Goal of the exercise:
Nothing in the entries may change when they are transcribed.

Data records:
_____

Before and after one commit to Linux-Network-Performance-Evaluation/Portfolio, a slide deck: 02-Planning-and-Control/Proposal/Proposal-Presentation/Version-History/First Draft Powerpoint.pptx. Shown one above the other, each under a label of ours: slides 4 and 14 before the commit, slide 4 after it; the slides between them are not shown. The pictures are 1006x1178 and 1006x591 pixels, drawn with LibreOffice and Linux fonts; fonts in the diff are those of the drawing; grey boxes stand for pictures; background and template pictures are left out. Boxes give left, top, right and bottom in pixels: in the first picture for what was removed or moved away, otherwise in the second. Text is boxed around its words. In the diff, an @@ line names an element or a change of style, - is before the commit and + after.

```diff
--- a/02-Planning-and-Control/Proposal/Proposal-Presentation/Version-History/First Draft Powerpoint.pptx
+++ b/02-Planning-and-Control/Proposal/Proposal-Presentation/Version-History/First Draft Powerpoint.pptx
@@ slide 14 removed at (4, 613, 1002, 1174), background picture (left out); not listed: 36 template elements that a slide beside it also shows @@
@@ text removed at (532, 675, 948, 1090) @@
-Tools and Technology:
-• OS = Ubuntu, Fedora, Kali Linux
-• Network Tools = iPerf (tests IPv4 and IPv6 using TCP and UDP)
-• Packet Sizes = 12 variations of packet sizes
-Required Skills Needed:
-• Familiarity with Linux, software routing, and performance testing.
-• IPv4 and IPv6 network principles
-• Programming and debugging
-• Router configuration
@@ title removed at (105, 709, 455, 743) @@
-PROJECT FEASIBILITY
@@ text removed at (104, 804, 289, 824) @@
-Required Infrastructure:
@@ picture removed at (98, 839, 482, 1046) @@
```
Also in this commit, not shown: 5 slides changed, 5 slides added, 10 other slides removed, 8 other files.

_____

Task output:
Before and after one commit to Linux-Network-Performance-Evaluation/Portfolio, a slide deck: 02-Planning-and-Control/Proposal/Proposal-Presentation/Version-History/First Draft Powerpoint.pptx. Shown one above the other, each under a label of ours: slides 4 and 14 before the commit, slide 4 after it; the slides between them are not shown. The pictures are 1006x1178 and 1006x591 pixels, drawn with LibreOffice and Linux fonts; fonts in the diff are those of the drawing; grey boxes stand for pictures; background and template pictures are left out. Boxes give left, top, right and bottom in pixels: in the first picture for what was removed or moved away, otherwise in the second. Text is boxed around its words. In the diff, an @@ line names an element or a change of style, - is before the commit and + after.

```diff
--- a/02-Planning-and-Control/Proposal/Proposal-Presentation/Version-History/First Draft Powerpoint.pptx
+++ b/02-Planning-and-Control/Proposal/Proposal-Presentation/Version-History/First Draft Powerpoint.pptx
@@ slide 14 removed at (4, 613, 1002, 1174), background picture (left out); not listed: 36 template elements that a slide beside it also shows @@
@@ text removed at (532, 675, 948, 1090) @@
-Tools and Technology:
-• OS = Ubuntu, Fedora, Kali Linux
-• Network Tools = iPerf (tests IPv4 and IPv6 using TCP and UDP)
-• Packet Sizes = 12 variations of packet sizes
-Required Skills Needed:
-• Familiarity with Linux, software routing, and performance testing.
-• IPv4 and IPv6 network principles
-• Programming and debugging
-• Router configuration
@@ title removed at (105, 709, 455, 743) @@
-PROJECT FEASIBILITY
@@ text removed at (104, 804, 289, 824) @@
-Required Infrastructure:
@@ picture removed at (98, 839, 482, 1046) @@
```
Also in this commit, not shown: 5 slides changed, 5 slides added, 10 other slides removed, 8 other files.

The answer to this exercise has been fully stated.